From the first line of the material below to the line containing "origin=(SECOND_EYE_FACE_X, 0, 0))", repeat every line exactly and add nothing.
**********
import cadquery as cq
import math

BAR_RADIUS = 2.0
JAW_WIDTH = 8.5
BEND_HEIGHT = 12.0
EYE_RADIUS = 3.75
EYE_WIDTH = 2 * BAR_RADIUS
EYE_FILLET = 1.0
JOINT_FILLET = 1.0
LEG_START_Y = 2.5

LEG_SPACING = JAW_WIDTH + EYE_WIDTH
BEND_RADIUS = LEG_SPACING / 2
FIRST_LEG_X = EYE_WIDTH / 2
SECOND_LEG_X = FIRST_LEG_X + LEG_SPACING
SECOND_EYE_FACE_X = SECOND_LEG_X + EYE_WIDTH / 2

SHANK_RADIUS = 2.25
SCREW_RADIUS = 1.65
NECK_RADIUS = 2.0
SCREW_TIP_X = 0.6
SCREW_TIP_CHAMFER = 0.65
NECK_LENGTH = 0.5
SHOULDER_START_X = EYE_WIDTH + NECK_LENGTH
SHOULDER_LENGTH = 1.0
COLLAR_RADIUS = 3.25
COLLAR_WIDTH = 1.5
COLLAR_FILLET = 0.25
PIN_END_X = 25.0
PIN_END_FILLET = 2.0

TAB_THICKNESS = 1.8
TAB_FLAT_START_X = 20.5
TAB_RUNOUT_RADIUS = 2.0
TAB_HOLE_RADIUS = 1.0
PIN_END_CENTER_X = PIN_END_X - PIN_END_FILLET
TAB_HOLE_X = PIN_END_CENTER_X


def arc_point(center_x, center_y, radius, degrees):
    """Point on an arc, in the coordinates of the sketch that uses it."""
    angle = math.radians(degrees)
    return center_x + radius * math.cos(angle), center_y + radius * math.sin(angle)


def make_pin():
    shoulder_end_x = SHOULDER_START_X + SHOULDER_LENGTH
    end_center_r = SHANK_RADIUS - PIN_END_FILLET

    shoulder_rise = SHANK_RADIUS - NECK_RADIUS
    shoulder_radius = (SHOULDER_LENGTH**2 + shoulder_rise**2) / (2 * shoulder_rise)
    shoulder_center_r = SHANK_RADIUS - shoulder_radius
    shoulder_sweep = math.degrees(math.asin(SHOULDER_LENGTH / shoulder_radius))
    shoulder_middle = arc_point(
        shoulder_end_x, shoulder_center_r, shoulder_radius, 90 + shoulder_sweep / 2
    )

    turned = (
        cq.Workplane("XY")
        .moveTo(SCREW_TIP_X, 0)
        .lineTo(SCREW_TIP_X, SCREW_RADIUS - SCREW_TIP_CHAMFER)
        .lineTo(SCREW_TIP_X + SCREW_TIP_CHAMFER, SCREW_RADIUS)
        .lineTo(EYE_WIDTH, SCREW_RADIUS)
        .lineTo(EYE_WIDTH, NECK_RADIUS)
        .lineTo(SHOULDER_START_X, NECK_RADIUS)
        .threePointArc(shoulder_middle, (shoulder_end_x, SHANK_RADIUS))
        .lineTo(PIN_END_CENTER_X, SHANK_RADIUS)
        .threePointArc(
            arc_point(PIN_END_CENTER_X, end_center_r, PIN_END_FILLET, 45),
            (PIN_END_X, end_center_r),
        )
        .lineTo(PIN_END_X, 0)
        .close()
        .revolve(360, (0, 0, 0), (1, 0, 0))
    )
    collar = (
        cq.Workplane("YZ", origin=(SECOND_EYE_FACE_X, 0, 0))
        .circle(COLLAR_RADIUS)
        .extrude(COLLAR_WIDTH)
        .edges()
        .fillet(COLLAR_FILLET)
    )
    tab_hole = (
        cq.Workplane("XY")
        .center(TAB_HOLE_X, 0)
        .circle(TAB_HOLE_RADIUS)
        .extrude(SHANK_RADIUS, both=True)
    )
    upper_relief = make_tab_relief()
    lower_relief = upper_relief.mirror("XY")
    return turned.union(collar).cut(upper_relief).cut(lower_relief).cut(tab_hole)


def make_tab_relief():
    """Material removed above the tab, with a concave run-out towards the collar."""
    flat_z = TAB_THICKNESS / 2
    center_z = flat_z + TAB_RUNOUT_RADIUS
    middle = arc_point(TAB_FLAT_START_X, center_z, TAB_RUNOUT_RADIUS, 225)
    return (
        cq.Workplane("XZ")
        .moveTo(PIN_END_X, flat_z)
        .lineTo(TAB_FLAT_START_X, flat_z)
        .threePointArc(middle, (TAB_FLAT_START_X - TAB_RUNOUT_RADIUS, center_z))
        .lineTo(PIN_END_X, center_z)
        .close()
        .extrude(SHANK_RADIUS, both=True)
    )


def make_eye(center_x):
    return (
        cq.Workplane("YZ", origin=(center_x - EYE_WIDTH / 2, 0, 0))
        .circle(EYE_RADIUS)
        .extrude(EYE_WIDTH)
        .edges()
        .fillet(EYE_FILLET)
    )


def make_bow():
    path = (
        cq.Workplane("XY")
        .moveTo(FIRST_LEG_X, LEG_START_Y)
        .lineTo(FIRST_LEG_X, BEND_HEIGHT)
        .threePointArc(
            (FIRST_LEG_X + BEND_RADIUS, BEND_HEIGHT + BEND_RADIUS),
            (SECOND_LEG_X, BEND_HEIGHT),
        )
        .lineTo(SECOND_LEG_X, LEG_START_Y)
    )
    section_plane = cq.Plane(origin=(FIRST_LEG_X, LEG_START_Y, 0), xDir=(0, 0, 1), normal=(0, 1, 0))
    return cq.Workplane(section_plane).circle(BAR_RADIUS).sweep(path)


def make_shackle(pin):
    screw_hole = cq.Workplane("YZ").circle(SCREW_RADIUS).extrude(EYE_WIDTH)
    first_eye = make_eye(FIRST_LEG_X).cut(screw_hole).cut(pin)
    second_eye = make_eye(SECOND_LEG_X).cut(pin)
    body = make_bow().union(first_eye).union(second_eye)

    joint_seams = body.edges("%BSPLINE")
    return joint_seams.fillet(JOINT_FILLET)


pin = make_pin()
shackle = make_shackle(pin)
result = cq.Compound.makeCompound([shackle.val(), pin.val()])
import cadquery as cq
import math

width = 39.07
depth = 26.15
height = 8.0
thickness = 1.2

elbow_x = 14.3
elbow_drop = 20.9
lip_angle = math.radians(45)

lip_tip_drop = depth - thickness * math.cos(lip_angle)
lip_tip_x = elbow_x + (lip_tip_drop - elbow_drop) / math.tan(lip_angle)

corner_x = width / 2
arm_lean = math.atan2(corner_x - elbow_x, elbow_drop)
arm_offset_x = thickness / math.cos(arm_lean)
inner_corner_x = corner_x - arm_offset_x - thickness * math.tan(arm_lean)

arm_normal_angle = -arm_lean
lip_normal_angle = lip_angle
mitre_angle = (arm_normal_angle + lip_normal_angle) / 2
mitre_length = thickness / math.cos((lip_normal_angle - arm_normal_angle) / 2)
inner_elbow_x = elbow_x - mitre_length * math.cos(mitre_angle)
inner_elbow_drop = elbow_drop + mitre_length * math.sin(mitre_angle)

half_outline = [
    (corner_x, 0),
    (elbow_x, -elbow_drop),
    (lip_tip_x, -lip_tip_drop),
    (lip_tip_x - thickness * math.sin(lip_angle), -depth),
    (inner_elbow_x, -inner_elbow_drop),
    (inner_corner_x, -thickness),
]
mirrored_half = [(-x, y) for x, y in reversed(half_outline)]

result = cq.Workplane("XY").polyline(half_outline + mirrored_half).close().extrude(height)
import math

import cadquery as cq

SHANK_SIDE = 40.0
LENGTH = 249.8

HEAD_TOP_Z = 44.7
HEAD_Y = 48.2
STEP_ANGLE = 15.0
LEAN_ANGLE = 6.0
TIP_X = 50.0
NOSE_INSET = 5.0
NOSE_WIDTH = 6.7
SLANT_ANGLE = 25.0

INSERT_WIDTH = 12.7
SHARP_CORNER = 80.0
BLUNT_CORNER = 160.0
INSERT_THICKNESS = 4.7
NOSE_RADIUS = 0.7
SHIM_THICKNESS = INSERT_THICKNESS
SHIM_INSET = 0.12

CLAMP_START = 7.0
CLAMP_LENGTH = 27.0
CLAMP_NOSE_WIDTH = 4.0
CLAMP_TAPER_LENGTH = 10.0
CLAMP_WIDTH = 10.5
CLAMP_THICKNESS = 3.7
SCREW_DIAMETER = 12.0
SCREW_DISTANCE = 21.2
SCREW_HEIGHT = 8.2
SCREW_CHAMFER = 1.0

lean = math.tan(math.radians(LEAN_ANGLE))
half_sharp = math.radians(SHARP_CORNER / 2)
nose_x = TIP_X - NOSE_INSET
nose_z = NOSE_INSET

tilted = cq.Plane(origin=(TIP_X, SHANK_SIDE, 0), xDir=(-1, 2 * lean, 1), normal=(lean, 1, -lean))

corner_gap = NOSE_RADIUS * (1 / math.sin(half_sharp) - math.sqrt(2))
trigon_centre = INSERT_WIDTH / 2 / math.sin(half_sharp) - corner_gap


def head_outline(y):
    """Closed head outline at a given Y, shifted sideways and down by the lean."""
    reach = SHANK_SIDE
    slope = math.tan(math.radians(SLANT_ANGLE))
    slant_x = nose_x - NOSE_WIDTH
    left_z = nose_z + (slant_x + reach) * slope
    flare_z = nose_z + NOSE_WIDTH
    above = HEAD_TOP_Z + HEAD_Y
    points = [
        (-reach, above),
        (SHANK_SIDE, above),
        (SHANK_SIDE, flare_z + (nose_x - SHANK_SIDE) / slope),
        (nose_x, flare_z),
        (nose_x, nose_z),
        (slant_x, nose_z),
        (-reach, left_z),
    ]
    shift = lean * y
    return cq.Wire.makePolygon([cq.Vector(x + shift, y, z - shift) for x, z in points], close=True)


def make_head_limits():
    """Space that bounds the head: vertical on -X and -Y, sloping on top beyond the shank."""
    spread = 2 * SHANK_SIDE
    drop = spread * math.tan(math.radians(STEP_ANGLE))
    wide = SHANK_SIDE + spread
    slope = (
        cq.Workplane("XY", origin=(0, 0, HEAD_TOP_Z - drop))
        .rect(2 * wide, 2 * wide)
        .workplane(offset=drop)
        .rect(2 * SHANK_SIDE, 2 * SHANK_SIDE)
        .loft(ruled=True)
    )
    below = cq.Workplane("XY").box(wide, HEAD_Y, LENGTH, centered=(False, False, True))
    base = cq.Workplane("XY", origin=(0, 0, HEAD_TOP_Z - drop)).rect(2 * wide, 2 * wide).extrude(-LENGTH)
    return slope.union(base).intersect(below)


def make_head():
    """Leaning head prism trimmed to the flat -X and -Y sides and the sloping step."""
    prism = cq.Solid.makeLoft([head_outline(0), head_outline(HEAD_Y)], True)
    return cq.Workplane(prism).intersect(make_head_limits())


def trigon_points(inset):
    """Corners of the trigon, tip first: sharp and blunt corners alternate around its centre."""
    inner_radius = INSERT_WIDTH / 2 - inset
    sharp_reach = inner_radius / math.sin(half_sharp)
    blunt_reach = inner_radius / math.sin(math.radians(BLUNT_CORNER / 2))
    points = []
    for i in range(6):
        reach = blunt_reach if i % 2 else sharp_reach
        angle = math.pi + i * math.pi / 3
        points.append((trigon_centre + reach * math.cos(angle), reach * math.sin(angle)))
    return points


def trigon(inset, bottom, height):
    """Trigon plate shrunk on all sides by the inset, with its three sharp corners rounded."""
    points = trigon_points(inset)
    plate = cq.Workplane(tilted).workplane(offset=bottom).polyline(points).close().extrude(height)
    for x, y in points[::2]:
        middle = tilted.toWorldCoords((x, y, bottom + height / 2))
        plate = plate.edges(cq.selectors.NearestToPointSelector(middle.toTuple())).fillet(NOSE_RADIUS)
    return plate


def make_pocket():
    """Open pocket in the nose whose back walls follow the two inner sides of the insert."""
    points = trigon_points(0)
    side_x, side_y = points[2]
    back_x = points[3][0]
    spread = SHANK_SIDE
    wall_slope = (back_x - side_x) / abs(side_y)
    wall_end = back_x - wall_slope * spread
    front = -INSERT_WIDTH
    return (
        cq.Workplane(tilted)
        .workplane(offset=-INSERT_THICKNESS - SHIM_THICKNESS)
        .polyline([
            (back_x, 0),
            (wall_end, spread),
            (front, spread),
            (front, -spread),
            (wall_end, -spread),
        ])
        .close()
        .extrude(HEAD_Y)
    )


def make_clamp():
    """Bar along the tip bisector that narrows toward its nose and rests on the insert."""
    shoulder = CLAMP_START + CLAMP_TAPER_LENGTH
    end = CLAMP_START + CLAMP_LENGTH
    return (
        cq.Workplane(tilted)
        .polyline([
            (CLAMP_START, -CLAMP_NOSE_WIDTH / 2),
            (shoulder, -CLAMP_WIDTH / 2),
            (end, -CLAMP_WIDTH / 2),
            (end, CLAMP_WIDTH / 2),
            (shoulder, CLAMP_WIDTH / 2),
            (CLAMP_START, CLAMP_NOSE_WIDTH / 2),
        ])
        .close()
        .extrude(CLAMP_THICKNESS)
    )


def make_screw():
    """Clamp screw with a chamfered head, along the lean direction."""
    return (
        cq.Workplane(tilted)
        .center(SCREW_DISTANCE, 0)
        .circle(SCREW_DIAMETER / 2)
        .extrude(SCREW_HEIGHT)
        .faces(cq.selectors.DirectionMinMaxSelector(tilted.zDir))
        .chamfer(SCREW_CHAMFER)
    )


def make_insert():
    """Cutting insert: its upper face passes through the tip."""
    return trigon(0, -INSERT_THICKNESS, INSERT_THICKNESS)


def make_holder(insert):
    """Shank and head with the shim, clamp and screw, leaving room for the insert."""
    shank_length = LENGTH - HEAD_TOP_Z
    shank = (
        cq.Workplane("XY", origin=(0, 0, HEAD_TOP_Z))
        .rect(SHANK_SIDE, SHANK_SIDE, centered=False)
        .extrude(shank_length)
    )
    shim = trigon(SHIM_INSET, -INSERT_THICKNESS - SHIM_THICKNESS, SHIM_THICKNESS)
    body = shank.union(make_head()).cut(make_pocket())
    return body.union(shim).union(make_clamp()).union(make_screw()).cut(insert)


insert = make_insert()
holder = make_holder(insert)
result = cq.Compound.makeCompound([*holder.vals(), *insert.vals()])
**********
### Exercise result
import cadquery as cq
import math

BAR_RADIUS = 2.0
JAW_WIDTH = 8.5
BEND_HEIGHT = 12.0
EYE_RADIUS = 3.75
EYE_WIDTH = 2 * BAR_RADIUS
EYE_FILLET = 1.0
JOINT_FILLET = 1.0
LEG_START_Y = 2.5

LEG_SPACING = JAW_WIDTH + EYE_WIDTH
BEND_RADIUS = LEG_SPACING / 2
FIRST_LEG_X = EYE_WIDTH / 2
SECOND_LEG_X = FIRST_LEG_X + LEG_SPACING
SECOND_EYE_FACE_X = SECOND_LEG_X + EYE_WIDTH / 2

SHANK_RADIUS = 2.25
SCREW_RADIUS = 1.65
NECK_RADIUS = 2.0
SCREW_TIP_X = 0.6
SCREW_TIP_CHAMFER = 0.65
NECK_LENGTH = 0.5
SHOULDER_START_X = EYE_WIDTH + NECK_LENGTH
SHOULDER_LENGTH = 1.0
COLLAR_RADIUS = 3.25
COLLAR_WIDTH = 1.5
COLLAR_FILLET = 0.25
PIN_END_X = 25.0
PIN_END_FILLET = 2.0

TAB_THICKNESS = 1.8
TAB_FLAT_START_X = 20.5
TAB_RUNOUT_RADIUS = 2.0
TAB_HOLE_RADIUS = 1.0
PIN_END_CENTER_X = PIN_END_X - PIN_END_FILLET
TAB_HOLE_X = PIN_END_CENTER_X


def arc_point(center_x, center_y, radius, degrees):
    """Point on an arc, in the coordinates of the sketch that uses it."""
    angle = math.radians(degrees)
    return center_x + radius * math.cos(angle), center_y + radius * math.sin(angle)


def make_pin():
    shoulder_end_x = SHOULDER_START_X + SHOULDER_LENGTH
    end_center_r = SHANK_RADIUS - PIN_END_FILLET

    shoulder_rise = SHANK_RADIUS - NECK_RADIUS
    shoulder_radius = (SHOULDER_LENGTH**2 + shoulder_rise**2) / (2 * shoulder_rise)
    shoulder_center_r = SHANK_RADIUS - shoulder_radius
    shoulder_sweep = math.degrees(math.asin(SHOULDER_LENGTH / shoulder_radius))
    shoulder_middle = arc_point(
        shoulder_end_x, shoulder_center_r, shoulder_radius, 90 + shoulder_sweep / 2
    )

    turned = (
        cq.Workplane("XY")
        .moveTo(SCREW_TIP_X, 0)
        .lineTo(SCREW_TIP_X, SCREW_RADIUS - SCREW_TIP_CHAMFER)
        .lineTo(SCREW_TIP_X + SCREW_TIP_CHAMFER, SCREW_RADIUS)
        .lineTo(EYE_WIDTH, SCREW_RADIUS)
        .lineTo(EYE_WIDTH, NECK_RADIUS)
        .lineTo(SHOULDER_START_X, NECK_RADIUS)
        .threePointArc(shoulder_middle, (shoulder_end_x, SHANK_RADIUS))
        .lineTo(PIN_END_CENTER_X, SHANK_RADIUS)
        .threePointArc(
            arc_point(PIN_END_CENTER_X, end_center_r, PIN_END_FILLET, 45),
            (PIN_END_X, end_center_r),
        )
        .lineTo(PIN_END_X, 0)
        .close()
        .revolve(360, (0, 0, 0), (1, 0, 0))
    )
    collar = (
        cq.Workplane("YZ", origin=(SECOND_EYE_FACE_X, 0, 0))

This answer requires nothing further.